**Instructions for the task:** Every line of the records below that has the word "append" should be copied.

=== Material for the task ===

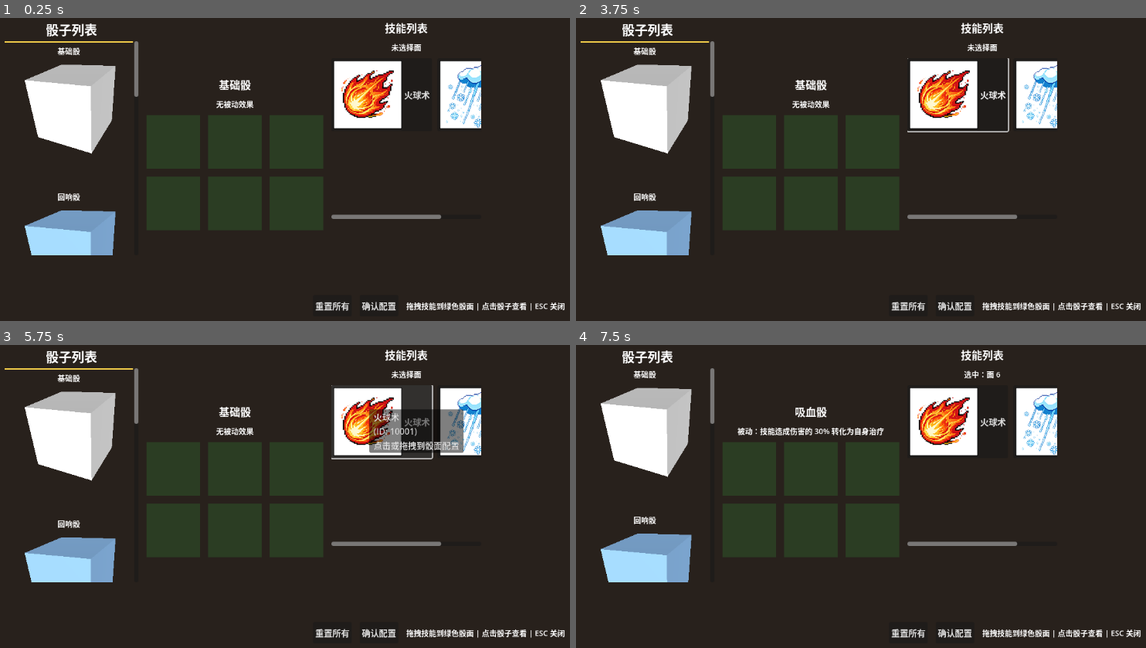
Above: before the commit, frames 1-4 (two rows, left to right).
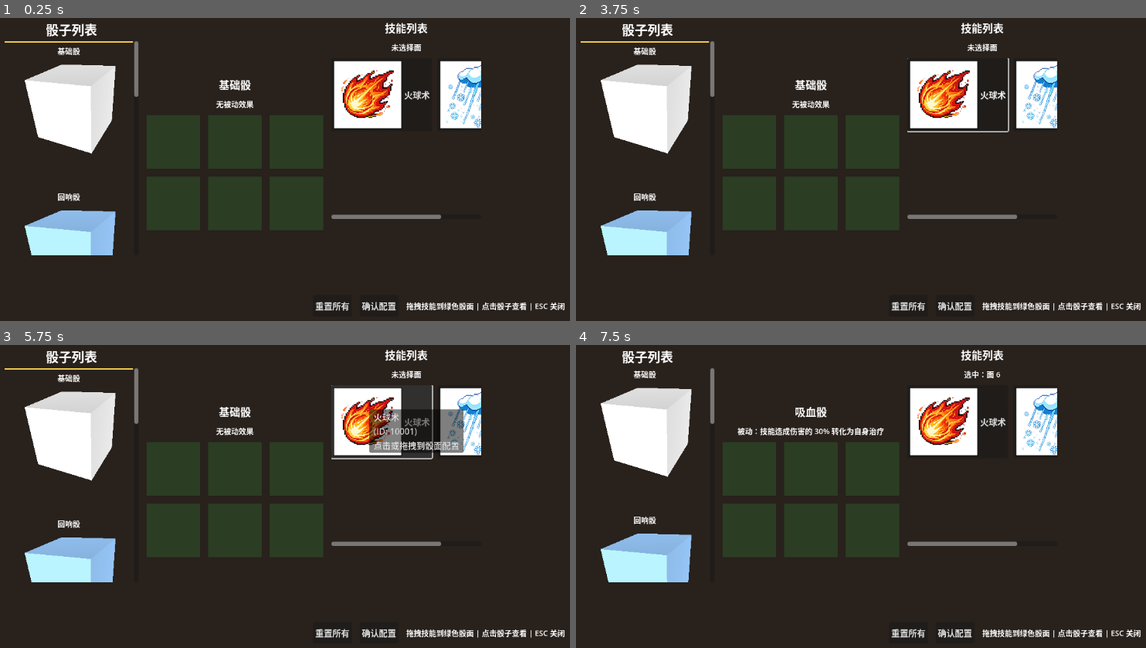
Above: after the commit, the same moments.

Repository: Beezui/trae_godot_dice
Game: Godot game, scene res://scenes/ui/skill_equip_ui_new.tscn
Same seed, same stepped clock (60 frames per second), same inputs: the game is played once before the commit and once after it. This scene is started directly instead of the project's main scene.
Inputs (mouse positions are in pixels of both pictures, inside the frame that each line leads up to):
- Up to frame 1 (0.25 s): no input
- Up to frame 2 (3.75 s): click "火球术" at 0.5 s; click "暴风雪" at 1.25 s; click "重置所有" at 2 s; click "确认配置" at 2.75 s; tap Enter (ui_accept) at 3.5 s; move the mouse to (1014, 136) at 3.52 s; hold Up (ui_up) from 3.53 s (still down); tap 1 at 3.6 s; click (1014, 136) at 3.67 s
- Up to frame 3 (5.75 s): tap Enter (ui_accept) at 3.77, 4.25, 5 s; release Up (ui_up) at 4.25 s; drag from (176, 496) to (273, 551) at 4.27 s; move the mouse to (364, 405) at 5.02 s; hold Up (ui_up) from 5.03 s (still down); tap 3 at 5.1 s
- Up to frame 4 (7.5 s): release Up (ui_up) at 5.75 s; drag from (849, 551) to (695, 429) at 5.77 s; tap Enter (ui_accept) at 6.5, 6.77, 7.25 s; move the mouse to (1066, 532) at 6.52 s; hold A 6.53-7.25 s; tap 5 at 6.6 s; drag from (695, 429) to (786, 393) at 7.27 s

The runs differ from the first frame. In frame 1, 2.6% of the frame differs, in the area x 4-21%, y 15-79%; in frame 2, 2.6%; in frame 3, 2.6%; in frame 4, 2.6%, in the area x 4-21%, y 14-79%.

Commit message:
feat: 修复技能装配 UI 3D 骰子贴图，6 面共享同一张空白骰子纹理
- 将 BoxMesh 改为 6 独立表面的 ArrayMesh，与 dice_6.gd 一致
- 每个面使用 surface_set_material 设置相同贴图
- 从 BlankDices.json 读取 texture 字段加载真实贴图
- 修复 battle_manager 在场景生成空白骰子的问题
- DiceManager._build_skill_texture_config_from_faces 支持 template_id 参数

Diff:
--- a/scenes/ui/skill_equip_ui_new.gd
+++ b/scenes/ui/skill_equip_ui_new.gd
@@ -195,14 +195,14 @@
 
 	# 相机 — 右上方向下看
 	var camera = Camera3D.new()
-	camera.position = Vector3(5.95, 0.7, 2.5)  # 相机向右对齐骰子
-	camera.rotation = Vector3(-0.4, 0, 0)  # 镜头向下旋转
+	camera.position = Vector3(5.95, 0.7, 2.5)
+	camera.rotation = Vector3(-0.4, 0, 0)
 	camera.fov = 45.0
 	camera.current = true
 	root.add_child(camera)
 
 	# 瞄准骰子中心
-	camera.look_at(Vector3(5.95, 0, 0))  # 瞄准点随骰子偏移
+	camera.look_at(Vector3(5.95, 0, 0))
 
 	# 灯光 - 多方向光源
 	var light1 = DirectionalLight3D.new()
@@ -215,41 +215,126 @@
 	light2.rotation = Vector3(0.3, 0.3, 0)
 	root.add_child(light2)
 
-	# 创建骰子网格（立方体）
-	var mesh_instance = MeshInstance3D.new()
-	var box_mesh = BoxMesh.new()
-	box_mesh.size = Vector3(1, 1, 1)
-	mesh_instance.mesh = box_mesh
-	mesh_instance.position = Vector3(6.05, 0, 0)  # 骰子向右偏移 0.2
-	mesh_instance.rotation = Vector3(deg_to_rad(10), deg_to_rad(-30), 0)  # 骰子向下 10°，向左 30°
-
-	# 创建材质 - 根据骰子类型设置颜色
-	var material = StandardMaterial3D.new()
+	# 创建骰子网格（6个独立表面的 ArrayMesh，与 dice_6.gd 一致）
+	var mesh = _create_dice_array_mesh()
+
+	# 加载空白骰子的真实贴图
+	var texture_path = ""
 	var instance_data = PlayerData.get_dice_instance(instance_id)
 	if not instance_data.is_empty():
-		# 根据骰子名称设置不同颜色
-		var dice_name = instance_data.get("name", "")
-		if "基础" in dice_name:
-			material.albedo_color = Color(0.95, 0.95, 0.95, 1.0)
-		elif "回响" in dice_name:
-			material.albedo_color = Color(0.6, 0.8, 1.0, 1.0)
-		elif "连击" in dice_name:
-			material.albedo_color = Color(1.0, 0.9, 0.6, 1.0)
-		elif "暴击" in dice_name:
-			material.albedo_color = Color(1.0, 0.6, 0.6, 1.0)
-		elif "元素" in dice_name:
-			material.albedo_color = Color(0.6, 1.0, 0.8, 1.0)
-		elif "吸血" in dice_name:
-			material.albedo_color = Color(0.9, 0.6, 0.9, 1.0)
-		else:
-			material.albedo_color = Color(0.95, 0.95, 0.9, 1.0)
-	material.roughness = 0.4
-	material.metallic = 0.2
-	mesh_instance.material_override = material
+		var template_id = instance_data.get("template_id", "")
+		if not template_id.is_empty():
+			var reader = preload("res://scripts/blank_dice_csv_reader.gd").new()
+			var config = reader.get_blank_dice_config(template_id)
+			if config.has("texture"):
+				var texture_name = config["texture"]
+				texture_path = "res://textures/dice/blank_dice/" + texture_name + ".png"
+
+	# 为每个面创建材质（6个面都用同一张贴图）
+	var materials = []
+	if texture_path and FileAccess.file_exists(texture_path):
+		var texture = load(texture_path)
+		print("【技能穿戴 UI】加载骰子贴图：", texture_path)
+		for i in range(6):
+			var material = StandardMaterial3D.new()
+			material.albedo_texture = texture
+			material.roughness = 0.8
+			material.metallic = 0.0
+			materials.append(material)
+	else:
+		# 回退：根据骰子名称设置颜色
+		var dice_color = Color(0.95, 0.95, 0.95, 1.0)  # 默认白色
+		if not instance_data.is_empty():
+			var dice_name = instance_data.get("name", "")
+			if "基础" in dice_name:
+				dice_color = Color(0.95, 0.95, 0.95, 1.0)
+			elif "回响" in dice_name:
+				dice_color = Color(0.6, 0.8, 1.0, 1.0)
+			elif "连击" in dice_name:
+				dice_color = Color(1.0, 0.9, 0.6, 1.0)
+			elif "暴击" in dice_name:
+				dice_color = Color(1.0, 0.6, 0.6, 1.0)
+			elif "元素" in dice_name:
+				dice_color = Color(0.6, 1.0, 0.8, 1.0)
+			elif "吸血" in dice_name:
+				dice_color = Color(0.9, 0.6, 0.9, 1.0)
+		for i in range(6):
+			var material = StandardMaterial3D.new()
+			material.albedo_color = dice_color
+			material.roughness = 0.8
+			material.metallic = 0.0
+			materials.append(material)
+
+	# 创建 MeshInstance3D 并应用网格和材质
+	var mesh_instance = MeshInstance3D.new()
+	mesh_instance.mesh = mesh
+	mesh_instance.position = Vector3(6.05, 0, 0)
+	mesh_instance.rotation = Vector3(deg_to_rad(10), deg_to_rad(-30), 0)
+
+	# 将材质设置到每个表面
+	for i in range(6):
+		mesh_instance.mesh.surface_set_material(i, materials[i])
 
 	root.add_child(mesh_instance)
 
 	return root
+
+
+## 创建有 6 个独立表面的骰子网格（与 dice_6.gd create_fallback_mesh 一致）
+func _create_dice_array_mesh() -> ArrayMesh:
+	var mesh = ArrayMesh.new()
+
+	var vertices = [
+		Vector3(-0.5, -0.5, -0.5),
+		Vector3(0.5, -0.5, -0.5),
+		Vector3(0.5, 0.5, -0.5),
+		Vector3(-0.5, 0.5, -0.5),
+		Vector3(-0.5, -0.5, 0.5),
+		Vector3(0.5, -0.5, 0.5),
+		Vector3(0.5, 0.5, 0.5),
+		Vector3(-0.5, 0.5, 0.5)
+	]
+
+	var faces = [
+		[0, 1, 2, 3],
+		[5, 4, 7, 6],
+		[4, 0, 3, 7],
+		[1, 5, 6, 2],
+		[3, 2, 6, 7],
+		[4, 5, 1, 0]
+	]
+
+	for i in range(6):
+		var arrays = []
+		arrays.resize(Mesh.ARRAY_MAX)
+
+		var surface_vertices = []
+		for j in faces[i]:
+			surface_vertices.append(vertices[j])
+		arrays[Mesh.ARRAY_VERTEX] = PackedVector3Array(surface_vertices)
+
+		var normals = []
+		var normal = Vector3(0, 0, 0)
+		match i:
+			0: normal = Vector3(0, 0, -1)
+			1: normal = Vector3(0, 0, 1)
+			2: normal = Vector3(-1, 0, 0)
+			3: normal = Vector3(1, 0, 0)
+			4: normal = Vector3(0, 1, 0)
+			5: normal = Vector3(0, -1, 0)
+		for j in range(4):
+			normals.append(normal)
+		arrays[Mesh.ARRAY_NORMAL] = PackedVector3Array(normals)
+
+		var uvs = [Vector2(0, 0), Vector2(1, 0), Vector2(1, 1), Vector2(0, 1)]
+		arrays[Mesh.ARRAY_TEX_UV] = PackedVector2Array(uvs)
+
+		var indices = [0, 1, 2, 0, 2, 3]
+		arrays[Mesh.ARRAY_INDEX] = PackedInt32Array(indices)
+
+		mesh.add_surface_from_arrays(Mesh.PRIMITIVE_TRIANGLES, arrays)
+
+	return mesh
 
 
 ## 骰子按钮点击
--- a/scripts/battle/battle_manager.gd
+++ b/scripts/battle/battle_manager.gd
@@ -381,7 +381,8 @@
 	var battle_scene = _get_battle_scene()
 	var sandbox = _get_sandbox_from_scene(battle_scene)
 
-	# 1. 生成技能骰子（使用 DiceManager）
+	# 使用角色预设骰子
+	print("  - 使用角色预设骰子 ID：", character.skill_dice_ids)
 	if character.skill_dice_ids.size() > 0:
 		for skill_dice_id in character.skill_dice_ids:
 			if DiceManager:
@@ -391,19 +392,10 @@
 					character_dices.append(dice)
 					print("  - 生成技能骰子：", skill_dice_id)
 			else:
-				# 备用方案
 				var dice = _create_skill_dice_fallback(skill_dice_id)
 				if dice:
 					skill_dices.append(dice)
 					character_dices.append(dice)
-
-	# 2. 生成物品骰子（预留）
-	# TODO: 实现物品骰子
-	# for item_dice_id in character.item_dice_ids:
-	#     var dice = _create_item_dice(item_dice_id)
-	#     if dice:
-	#         item_dices.append(dice)
-	#         character_dices.append(dice)
 
 	print("【BattleManager】", character.name, " 的骰子生成完成")
 
--- a/scripts/dice/dice_manager.gd
+++ b/scripts/dice/dice_manager.gd
@@ -270,7 +270,7 @@
 
 	# 从 PlayerData 读取技能分配（faces 数组）
 	var faces = instance.get("faces", ["0", "0", "0", "0", "0", "0"])
-	var texture_config = _build_skill_texture_config_from_faces(faces)
+	var texture_config = _build_skill_texture_config_from_faces(faces, template_id)
 	var value_config = _build_skill_value_config()
 
 	if dice.has_method("set_dice_face_config"):
@@ -305,8 +305,19 @@
 
 
 ## 从 faces 数组构建贴图配置
-func _build_skill_texture_config_from_faces(faces: Array) -> Dictionary:
+## @param faces 技能分配数组（["0", "10001", "0", ...]）
+## @param template_id 空白骰子模板 ID（用于获取空面的基础贴图）
+func _build_skill_texture_config_from_faces(faces: Array, template_id: String = "") -> Dictionary:
 	var texture_config = {}
+
+	# 获取空白骰子模板的基础贴图路径
+	var blank_texture_path = ""
+	if not template_id.is_empty():
+		var blank_config = dice_csv_reader.get_blank_dice_config(template_id)
+		if blank_config.has("texture"):
+			var texture_name = blank_config["texture"]
+			blank_texture_path = "res://textures/dice/blank_dice/" + texture_name + ".png"
+
 	for i in range(6):
 		if i < faces.size():
 			var skill_id = str(faces[i])
@@ -315,12 +326,12 @@
 				if skill_data and skill_data.has("icon"):
 					texture_config[i] = "res://textures/skill/skill_" + skill_data["icon"] + ".png"
 				else:
-					texture_config[i] = ""
+					texture_config[i] = blank_texture_path
 			else:
-				# 空面使用空白骰子贴图（或默认贴图）
-				texture_config[i] = ""
+				# 空面使用空白骰子的基础贴图
+				texture_config[i] = blank_texture_path
 		else:
-			texture_config[i] = ""
+			texture_config[i] = blank_texture_path
 	return texture_config
 
 
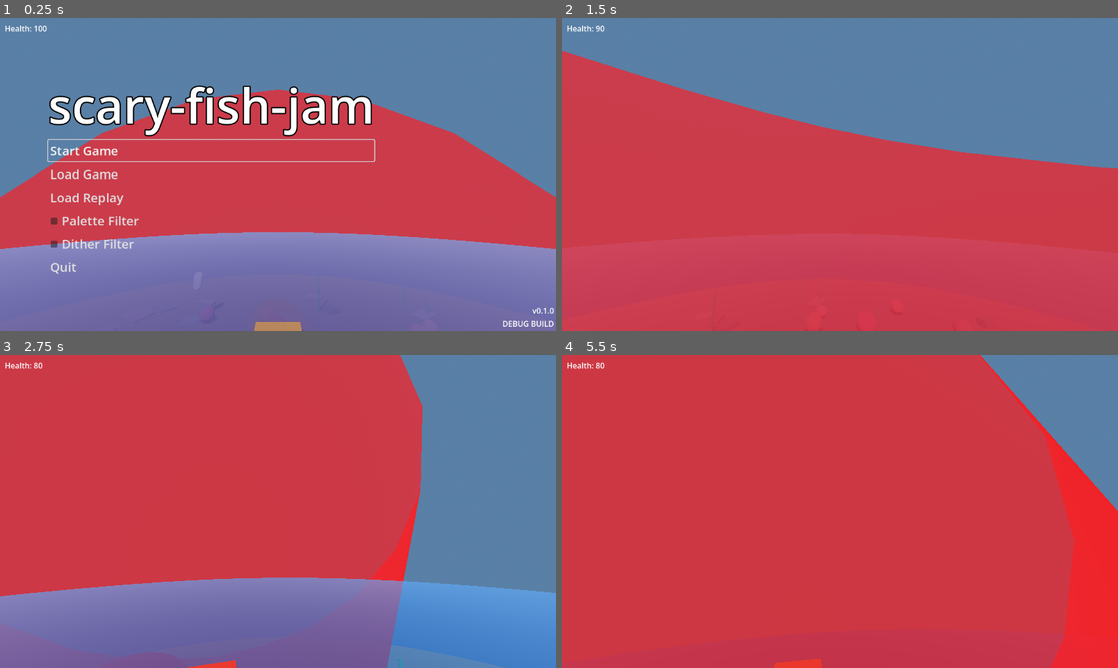
Above: before the commit, frames 1-4 (two rows, left to right).
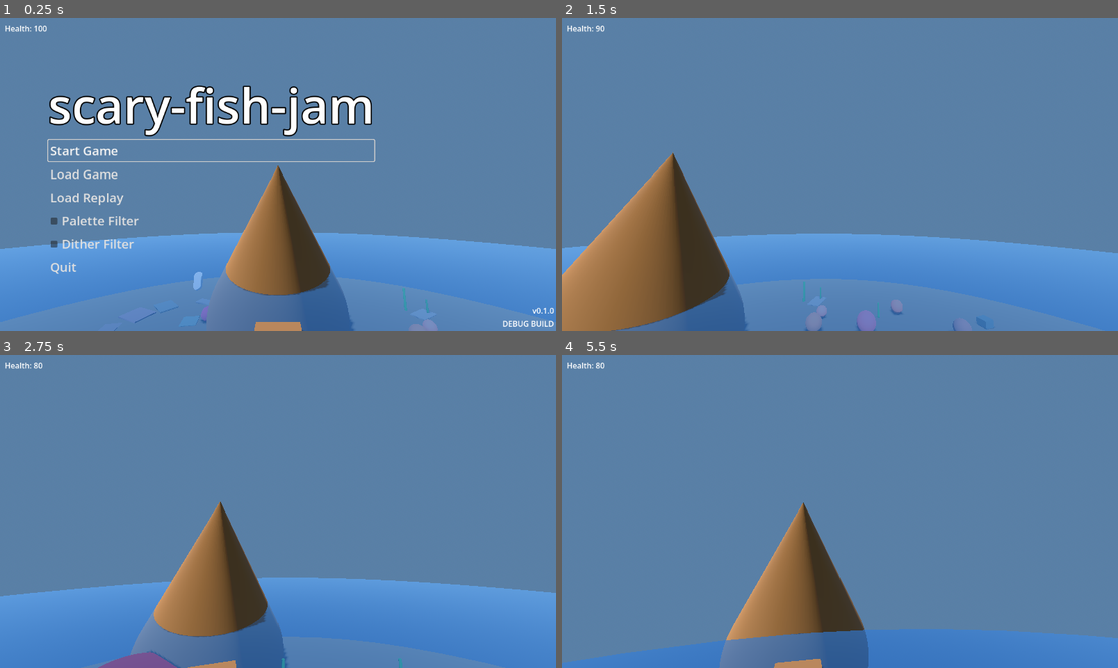
Above: after the commit, the same moments.

Repository: onebit-aidan-kris/scary-fish-jam
Game: Godot game, scene res://scenes/levels/fishing/fishing_level.tscn
Two runs of this game, one before a commit and one after it. Both use one fixed random seed, a clock stepped at 60 frames per second and the inputs below. This scene is started directly instead of the project's main scene.
Inputs (mouse positions are in pixels of both pictures, inside the frame that each line leads up to):
- Up to frame 1 (0.25 s): no input
- Up to frame 2 (1.5 s): click "Start Game" at 0.5 s; move the mouse to (867, 174) at 1.27 s; hold W (move_forward) from 1.28 s (still down); hold Ctrl (crouch) from 1.28 s (still down)
- Up to frame 3 (2.75 s): keep holding W (move_forward); tap Space (jump) at 1.52, 2.27 s; move the mouse to (250, 511) at 2.02 s; release Ctrl (crouch) at 2.03 s; tap E (interact) at 2.1 s
- Up to frame 4 (5.5 s): keep holding W (move_forward); move the mouse to (851, 505) at 2.77 s; hold Shift (sprint) 2.78-3.53 s; move the mouse to (834, 517) at 3.52 s; tap Ctrl (crouch) at 3.6 s; tap Space (jump) at 3.77, 4.52, 5.27 s; move the mouse to (878, 514) at 4.27 s; tap E (interact) at 4.35 s; move the mouse to (795, 508) at 5.02 s; tap Shift (sprint) at 5.1 s

The runs differ from the first frame. In frame 1, 61% of the frame differs, in the area x 0-100%, y 22-100%; in frame 2, 67%; in frame 3, 73%; in frame 4, 94%, in the area x 0-100%, y 0-100%.

Commit message:
Cleaning up the patrol path vs path node

Diff:
--- a/project/scenes/levels/fishing/fish.gd
+++ b/project/scenes/levels/fishing/fish.gd
@@ -3,7 +3,7 @@
 
 enum State {PATROLLING, FOLLOWING}
 
-@export var patrol_path: NodePath
+@export var path_node: Node3D
 @export var swim_speed := 3.0
 @export var chase_speed := 5.0
 @export var attackable: Node = null
@@ -23,15 +23,14 @@
 
 func _ready() -> void:
 	child_mesh = get_node("MeshInstance3D")
-	print("patrol path is: ", patrol_path)
-	var path_node := get_node(patrol_path)
+	print("patrol path is: ", path_node)
 	patrol_behavior.nav_agent = nav_agent
 	patrol_behavior.set_patrol_nodes(path_node)
 
 	attackable = util.load_export_or_related_node(self , &"Attackable", attackable, false) as Node
 	player_detectable = util.load_export_or_related_node(self , &"PlayerDetectable", player_detectable, false) as Node
 
-    #Default to the BehaviorPolicy node at the root if none is attached as a child to this node.
+	#Default to the BehaviorPolicy node at the root if none is attached as a child to this node.
 	behavior_policy = util.load_export_or_absolute_node(self , &"BehaviorPolicy", behavior_policy) as BehaviorPolicy
 	print("behavior policy is: ", behavior_policy)
 	if not behavior_policy:
--- a/project/scenes/levels/fishing/fishing_level.tscn
+++ b/project/scenes/levels/fishing/fishing_level.tscn
@@ -138,7 +138,6 @@
 script = ExtResource("4_s276m")
 
 [node name="DebugMesh" type="MeshInstance3D" parent="Boat/Sonar" unique_id=327428268]
-visible = false
 mesh = SubResource("BowMesh_fish")
 surface_material_override/0 = SubResource("BoatMat_fish")
 
@@ -197,10 +196,10 @@
 [node name="C" type="Marker3D" parent="PatrolPath3" unique_id=166413982]
 transform = Transform3D(1, 0, 0, 0, 1, 0, 0, 0, 1, -15, -4, -5)
 
-[node name="Fish1" type="CharacterBody3D" parent="." unique_id=2116931594]
+[node name="Fish1" type="CharacterBody3D" parent="." unique_id=2116931594 node_paths=PackedStringArray("path_node")]
 transform = Transform3D(1, 0, 0, 0, 1, 0, 0, 0, 1, -10, -4, -20)
 script = ExtResource("6_1ewjx")
-patrol_path = NodePath("../PatrolPath1")
+path_node = NodePath("../PatrolPath1")
 
 [node name="NavigationAgent3D" type="NavigationAgent3D" parent="Fish1" unique_id=329993256]
 
@@ -214,10 +213,10 @@
 [node name="CollisionShape3D" type="CollisionShape3D" parent="Fish1" unique_id=275143981]
 shape = SubResource("FishCollision_1ewjx")
 
-[node name="Fish2" type="CharacterBody3D" parent="." unique_id=1460629891]
+[node name="Fish2" type="CharacterBody3D" parent="." unique_id=1460629891 node_paths=PackedStringArray("path_node")]
 transform = Transform3D(1, 0, 0, 0, 1, 0, 0, 0, 1, 15, -4, 5)
 script = ExtResource("6_1ewjx")
-patrol_path = NodePath("../PatrolPath2")
+path_node = NodePath("../PatrolPath2")
 
 [node name="NavigationAgent3D" type="NavigationAgent3D" parent="Fish2" unique_id=510881228]
 
@@ -231,10 +230,10 @@
 [node name="CollisionShape3D" type="CollisionShape3D" parent="Fish2" unique_id=1929489257]
 shape = SubResource("FishCollision_1ewjx")
 
-[node name="Fish3" type="CharacterBody3D" parent="." unique_id=438467658]
+[node name="Fish3" type="CharacterBody3D" parent="." unique_id=438467658 node_paths=PackedStringArray("path_node")]
 transform = Transform3D(1, 0, 0, 0, 1, 0, 0, 0, 1, -20, -4, 5)
 script = ExtResource("6_1ewjx")
-patrol_path = NodePath("../PatrolPath3")
+path_node = NodePath("../PatrolPath3")
 
 [node name="NavigationAgent3D" type="NavigationAgent3D" parent="Fish3" unique_id=1179597226]
 
@@ -268,10 +267,10 @@
 [node name="D" type="Marker3D" parent="DangerPatrolPath" unique_id=1686067223]
 transform = Transform3D(1, 0, 0, 0, 1, 0, 0, 0, 1, 0, -4, 20)
 
-[node name="Dangerfish" type="CharacterBody3D" parent="." unique_id=2140608507 groups=["dangerfish"]]
+[node name="Dangerfish" type="CharacterBody3D" parent="." unique_id=2140608507 node_paths=PackedStringArray("path_node") groups=["dangerfish"]]
 transform = Transform3D(1, 0, 0, 0, 1, 0, 0, 0, 1, 0, -4, -10)
 script = ExtResource("6_1ewjx")
-patrol_path = NodePath("../DangerPatrolPath")
+path_node = NodePath("../DangerPatrolPath")
 
 [node name="NavigationAgent3D" type="NavigationAgent3D" parent="Dangerfish" unique_id=1823798467]
 
@@ -286,6 +285,7 @@
 shape = SubResource("FishCollision_1ewjx")
 
 [node name="VisionCone" type="Node3D" parent="Dangerfish" unique_id=1102608571]
+visible = false
 script = ExtResource("11_vcone")
 
 [node name="Attackable" type="Node3D" parent="Dangerfish" unique_id=1498541721]

===

**Completed task:**
+			materials.append(material)
+			materials.append(material)
+			surface_vertices.append(vertices[j])
+			normals.append(normal)
 					character_dices.append(dice)
 					skill_dices.append(dice)
 					character_dices.append(dice)
-	#         item_dices.append(dice)
-	#         character_dices.append(dice)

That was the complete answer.